Search code examples
c#antlr4antlrworks

How to use same word in different optional Lexer tokens


I simplified my Antlr4 grammar to this:

grammar test;

directives:
    ('[' directive ']')* EOF;


directive:      
      KEY1 OPERATOR OPTIONS1
    | KEY2 OPERATOR OPTIONS2;
OPERATOR: '=';

KEY1: 'Key1';
KEY2: 'Key2';

OPTIONS1: 'a'|'b'|'c';
OPTIONS2: 'c'|'d'|'e';

When I try to use this grammar to parse:

[Key1=a][Key2=c]

The Parser give an error:

line 1:14 mismatched input 'c' expecting OPTIONS2

In my real work, OPTIONS1 and OPTIONS2 are different enum data types, 'c' is the one in both.


Solution

  • You should split intersections:

    OPTIONS1: 'a'|'b'|'c';
    OPTIONS2: 'c'|'d'|'e';
    

    So, your rules will be:

    OPTIONS1: 'a'|'b';
    OPTIONS2: 'd'|'e';
    OPTIONS3: 'c';
    

    and:

    directive:      
          KEY1 OPERATOR (OPTIONS1 | OPTIONS3)
        | KEY2 OPERATOR (OPTIONS2 | OPTIONS3)
    

    This happens, because Lexer performs token identification from tree leafs, so, your 'c' interpreted by lexer as OPTIONS1 instead of OPTIONS2 by their order in grammar.

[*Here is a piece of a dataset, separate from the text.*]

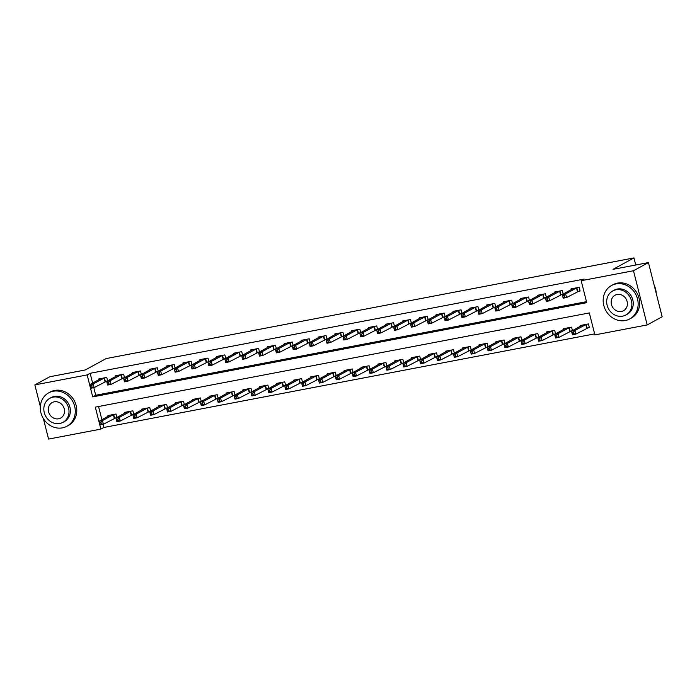 <?xml version="1.0" encoding="UTF-8"?>
<svg xmlns="http://www.w3.org/2000/svg" width="697" height="697" viewBox="0 0 697 697"><rect width="100%" height="100%" fill="white"/><g stroke="black" fill="none" stroke-linecap="round" stroke-linejoin="round"><path stroke-width="1.05" d="M40.339 406.578L34.85 384.892L49.809 376.737L85.243 369.976L106.188 358.563L633.948 257.925L613.011 269.347L648.437 262.586L662.15 316.769L647.191 324.933L594.889 334.9L589.331 312.936L95.306 407.135L100.865 429.108L48.563 439.075L43.38 418.609M103.051 424.299L103.853 427.47L594.628 333.889M103.853 427.47L100.865 429.108M98.556 406.517L101.893 419.699M587.17 328.017L589.366 327.599L588.442 323.939L580.34 325.482L580.531 326.222M572.446 330.631L571.566 327.154L563.472 328.705L563.655 329.437M570.303 331.241L571.88 330.936M555.579 333.846L554.699 330.378L546.596 331.92L546.788 332.652M553.427 334.455L555.012 334.151M538.703 337.06L537.823 333.593L529.729 335.135L529.912 335.876M536.559 337.67L538.136 337.374M521.835 340.275L520.955 336.808L512.853 338.35L513.044 339.09M519.683 340.885L521.269 340.589M504.959 343.499L504.079 340.023L495.985 341.574L496.168 342.305M502.816 344.109L504.393 343.804M488.083 346.714L487.212 343.246L479.109 344.788L479.292 345.52M485.94 347.324L487.525 347.019M471.216 349.929L470.336 346.461L462.242 348.003L462.425 348.744M469.064 350.539L470.649 350.243M454.339 353.152L453.468 349.676L445.366 351.227L445.549 351.959M452.196 353.762L453.782 353.457M437.472 356.367L436.592 352.9L428.489 354.442L428.681 355.174M435.32 356.977L436.906 356.672M420.596 359.582L419.716 356.115L411.622 357.657L411.805 358.397M418.453 360.192L420.03 359.887M403.729 362.797L402.849 359.33L394.746 360.872L394.938 361.612M401.577 363.407L403.162 363.111M386.852 366.021L385.972 362.545L377.879 364.095L378.062 364.827M384.709 366.631L386.286 366.326M369.976 369.236L369.105 365.768L361.002 367.31L361.194 368.042M367.833 369.846L369.419 369.541M353.109 372.451L352.229 368.983L344.135 370.525L344.318 371.266M350.957 373.061L352.543 372.764M336.233 375.666L335.362 372.198L327.259 373.74L327.442 374.481M334.09 376.275L335.675 375.979M319.365 378.889L318.485 375.413L310.383 376.964L310.574 377.696M317.213 379.499L318.799 379.194M302.489 382.104L301.609 378.637L293.515 380.179L293.698 380.91M300.346 382.714L301.923 382.409M285.622 385.319L284.742 381.851L276.639 383.394L276.831 384.134M283.47 385.929L285.056 385.633M268.746 388.543L267.866 385.066L259.772 386.608L259.955 387.349M266.602 389.153L268.179 388.848M251.878 391.758L250.998 388.29L242.896 389.832L243.087 390.564M249.726 392.367L251.312 392.062M235.002 394.972L234.122 391.505L226.028 393.047L226.211 393.788M232.859 395.582L234.436 395.277M218.126 398.187L217.255 394.72L209.152 396.262L209.335 397.002M215.983 398.797L217.569 398.501M201.259 401.411L200.379 397.935L192.285 399.486L192.468 400.217M199.107 402.021L200.692 401.716M184.383 404.626L183.511 401.158L175.409 402.7L175.592 403.432M182.239 405.236L183.816 404.931M167.515 407.841L166.635 404.373L158.533 405.915L158.724 406.656M165.363 408.451L166.949 408.146M150.639 411.056L149.759 407.588L141.665 409.13L141.848 409.871M148.496 411.666L150.073 411.369M133.772 414.279L132.892 410.803L124.789 412.354L124.981 413.086M131.62 414.889L133.205 414.584M116.896 417.494L116.016 414.027L107.922 415.569L108.105 416.301M114.752 418.104L116.329 417.799M34.85 384.892L87.151 374.916L92.71 396.889L586.735 302.681L581.176 280.717L584.164 279.088L90.148 373.287L92.623 383.08M93.79 387.689L95.707 395.251L586.482 301.67M577.909 291.407L580.104 290.989L579.181 287.33L571.078 288.872L571.27 289.612M563.185 294.021L562.305 290.544L554.211 292.095L554.394 292.827M561.033 294.631L562.618 294.326M546.309 297.236L545.437 293.768L537.335 295.31L537.518 296.042M544.165 297.846L545.751 297.541M529.441 300.451L528.561 296.983L520.467 298.525L520.65 299.266M527.289 301.06L528.875 300.755M512.565 303.665L511.685 300.198L503.591 301.74L503.774 302.481M510.422 304.275L511.999 303.979M495.698 306.889L494.818 303.413L486.715 304.964L486.907 305.695M493.546 307.499L495.131 307.194M478.822 310.104L477.942 306.636L469.848 308.179L470.031 308.91M476.678 310.714L478.255 310.409M461.954 313.319L461.074 309.851L452.972 311.393L453.163 312.134M459.802 313.929L461.388 313.633M445.078 316.534L444.198 313.066L436.104 314.608L436.287 315.349M442.935 317.144L444.512 316.847M428.202 319.757L427.331 316.281L419.228 317.832L419.411 318.564M426.059 320.367L427.644 320.062M411.335 322.972L410.455 319.505L402.361 321.047L402.544 321.779M409.183 323.582L410.768 323.277M394.458 326.187L393.587 322.72L385.485 324.262L385.668 325.002M392.315 326.797L393.901 326.501M377.591 329.411L376.711 325.935L368.608 327.477L368.8 328.217M375.439 330.021L377.025 329.716M360.715 332.626L359.835 329.158L351.741 330.7L351.924 331.432M358.572 333.236L360.149 332.931M343.848 335.841L342.968 332.373L334.865 333.915L335.057 334.656M341.696 336.451L343.281 336.146M326.971 339.056L326.091 335.588L317.998 337.13L318.18 337.871M324.828 339.666L326.405 339.369M310.104 342.279L309.224 338.803L301.121 340.354L301.313 341.086M307.952 342.889L309.538 342.584M293.228 345.494L292.348 342.027L284.254 343.569L284.437 344.301M291.076 346.104L292.662 345.799M276.352 348.709L275.481 345.242L267.378 346.784L267.561 347.524M274.209 349.319L275.794 349.014M259.484 351.924L258.604 348.456L250.502 349.999L250.693 350.739M257.332 352.534L258.918 352.238M242.608 355.148L241.728 351.671L233.634 353.222L233.817 353.954M240.465 355.758L242.042 355.453M225.741 358.363L224.861 354.895L216.758 356.437L216.95 357.169M223.589 358.972L225.175 358.667M208.865 361.577L207.985 358.11L199.891 359.652L200.074 360.393M206.721 362.187L208.298 361.891M191.997 364.792L191.117 361.325L183.015 362.867L183.206 363.607M189.845 365.402L191.431 365.106M175.121 368.016L174.241 364.54L166.147 366.091L166.33 366.822M172.978 368.626L174.555 368.321M158.245 371.231L157.374 367.763L149.271 369.305L149.454 370.037M156.102 371.841L157.688 371.536M141.378 374.446L140.498 370.978L132.404 372.52L132.587 373.261M139.226 375.056L140.811 374.759M124.502 377.669L123.63 374.193L115.528 375.744L115.711 376.476M122.358 378.279L123.944 377.974M107.634 380.884L106.754 377.417L98.652 378.959L98.843 379.691M105.482 381.494L107.068 381.189M635.742 265.008L633.948 257.925M648.437 262.586L633.477 270.741L647.191 324.933M90.148 373.287L87.151 374.916M581.176 280.717L633.477 270.741M95.707 395.251L92.71 396.889M573.265 288.48L562.252 294.526L565.624 293.881L566.556 297.541L563.176 298.185L562.252 294.526L563.132 297.323L564.483 297.061L564.117 295.598L562.767 295.85M576.985 287.748L565.624 293.881L564.117 295.598M580.009 290.614L566.556 297.541L564.483 297.061M563.176 298.185L563.132 297.323M582.544 325.063L571.514 331.136L574.894 330.491L575.818 334.151L589.279 327.233M573.753 333.671L575.818 334.151L572.446 334.795L571.514 331.136L572.403 333.933L573.753 333.671L573.378 332.208L572.028 332.469M573.378 332.208L574.894 330.491L586.247 324.358M572.403 333.933L572.446 334.795M563.141 293.838L549.68 300.764L546.309 301.4L545.376 297.741L556.406 291.668M545.89 299.074L545.376 297.741L548.757 297.096L549.68 300.764L547.615 300.276L547.241 298.813L545.89 299.074L546.265 300.538L547.615 300.276M560.109 290.963L548.757 297.096L547.241 298.813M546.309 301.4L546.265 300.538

    I forgot how your tokens can be inlined (interpreted as macros), so it will look like this in preprocessor (it will work too):

    directive:      
          KEY1 OPERATOR ('a'|'b'|'c')
        | KEY2 OPERATOR ('c'|'d'|'e');
    

    You better to read their current syntax, it can be inlined. Drawback is that you will not see OPERATOR1 and OPERATOR2 in AST view.